30. Redi, cartunista de traço
personalíssimo, começou n'O Pasquim e foi brilhar no The New York Times.
31. Henfil, indignado com a
derrota das Diretas e puto diante da animação da galera com as eleições
indiretas (mesmo sendo o mineiro Tancredo o favorito), tascou o seguinte título
a um desabafo de página inteira: “O povo é safado!”.
32. Nos números especiais de
aniversário, éramos brindados com um Pasquim mais robusto, acompanhado de
brindes especiais, como conto de Dalton Trevisan, o vampiro de Curitiba.
Maravilha.
33. Algumas edições foram
apreendidas. A de número 300 foi uma delas.
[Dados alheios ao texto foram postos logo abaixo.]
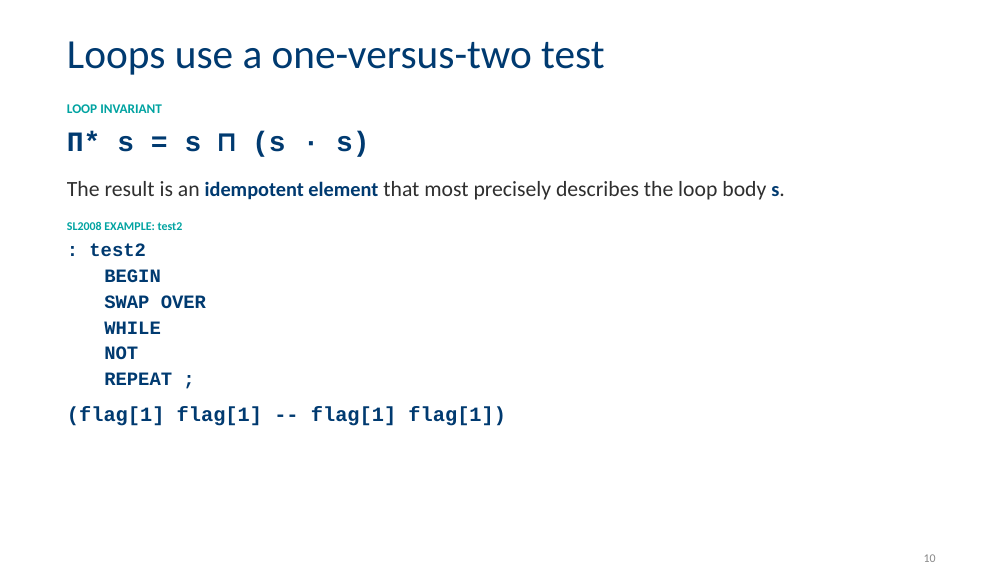
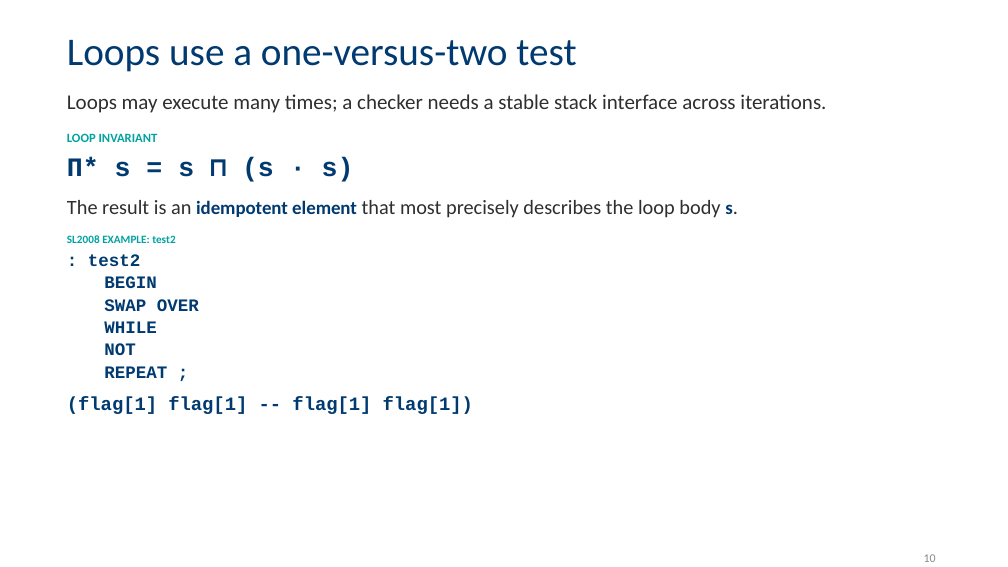
Before and after one commit to jpoial/evaluator, a slide deck: slide 9 of Configurable_Static_Type_Checking_for_Forth.pptx (slide 10 before the commit). Drawn at 1008x567 pixels with LibreOffice and Linux fonts; fonts in the diff are those of the drawing; background and template pictures are left out. Boxes give left, top, right and bottom in pixels: in the first picture for what was removed or moved away, otherwise in the second. Text is boxed around its words. In the diff, an @@ line names an element or a change of style, - is before the commit and + after.

```diff
--- a/Configurable_Static_Type_Checking_for_Forth.pptx
+++ b/Configurable_Static_Type_Checking_for_Forth.pptx
@@ text "Loops use a one-versus-two test" at [67,40,576,72]: size 29.5 to 28 pt @@
@@ text added at [67,94,826,113], 15 pt, text #2F2F2F @@
+Loops may execute many times; a checker needs a stable stack interface across iterations.
@@ text "LOOP INVARIANT": place and size @@
-text "LOOP INVARIANT" at [67,104,162,113]
+text "LOOP INVARIANT" at [67,133,158,142]
@@ text "LOOP INVARIANT" at [67,133,158,142]: size 9.5 to 9 pt @@
@@ text "Π* s = s ⊓ ...": place and size @@
-text "Π* s = s ⊓ ..." at [67,131,370,157]
+text "Π* s = s ⊓ ..." at [67,158,354,182]
@@ text "Π* s = s ⊓ ..." at [67,158,354,182]: size 20 to 19 pt @@
@@ text "The result is an idempotent ...": place and size @@
-text "The result is an idempotent ..." at [67,181,779,200]
+text "The result is an idempotent ..." at [67,200,733,218]
@@ text "The result is an idempotent ..." at [67,200,733,218]: size 15.5 to 14.5 pt in "The result is an that most precisely ..."; size 14.5 to 13.5 pt in "idempotent element s."; line spacing 0.98 to 0.97 @@
@@ text "SL2008 EXAMPLE: test2": place and size @@
-text "SL2008 EXAMPLE: test2" at [67,221,183,230]
+text "SL2008 EXAMPLE: test2" at [67,235,175,243]
@@ text "SL2008 EXAMPLE: test2" at [67,235,175,243]: size 8.5 to 8 pt @@
@@ size 13.5 to 12.5 pt; line spacing 0.91 to 0.88 in 6 elements at [104,321,156,333], [104,299,199,311], [104,343,135,355], [104,276,156,288], [104,366,167,378], [88,254,140,266] @@
@@ text ": test2": place and size @@
-text ": test2" at [89,243,145,257]
+text ": test2" at [88,254,140,266]
@@ text "BEGIN": place and size @@
-text "BEGIN" at [104,269,160,282]
+text "BEGIN" at [104,276,156,288]
@@ text "(flag[1] flag[1] -- flag[1] flag[1])": place and size @@
-text "(flag[1] flag[1] -- flag[1] flag[1])" at [67,407,506,426]
+text "(flag[1] flag[1] -- flag[1] flag[1])" at [67,397,473,414]
@@ text "(flag[1] flag[1] -- flag[1] flag[1])" at [67,397,473,414]: size 14.5 to 13.5 pt @@
```
Also in this commit, not shown: 2 other slides changed, 1 slide removed.

Motivo: qualquer um, a depender do
arbítrio do(s) censor(es).
34. Jaguar trouxe a lume Gastão,
o Vomitador. (Aí, o vômito decorria de indignação; nada a ver com o famoso “intelectual
não vai à praia, intelectual bebe”, cunhado por Roniquito - embora alguns
atribuam a Hugo Bidê -, amigão de copo da turma d'O Pasquim).
35. Bancas de jornal foram explodidas, em face de venderem
publicações da imprensa alternativa (O Pasquim, Opinião, Movimento, Ex-16,
Versus...). Vendas abaladas.
36. Um dia, a censura foi extinta, e a imprensa alternativa
perdeu força.
37. O Pasquim em crise, Ziraldo
propõe mudar de tamanho tablóide para tamanho jornalão. Proposta aceita, para
desagrado de uma gama de leitores, em especial os que colecionavam o jornal e
planejavam encaderná-lo (meu caso). Meses depois, voltou o tabloide.
38. Reinaldo Figueiredo (Casseta
e Planeta), exímio cartunista, há um bom tempo como editor d'O Pasquim, chega à
conclusão de que não é Super Homem, tira o time e vai acontecer no Planeta
Diário. Jaguar, último dos moicanos, tenta segurar.
39. O velho hebdomadário cambaleia por semanas.
40. 1991. Morre o O Pasquim. Morreu
o O Pasquim?! Morreu pra vocês, ingratos, continua vivo em nossos corações!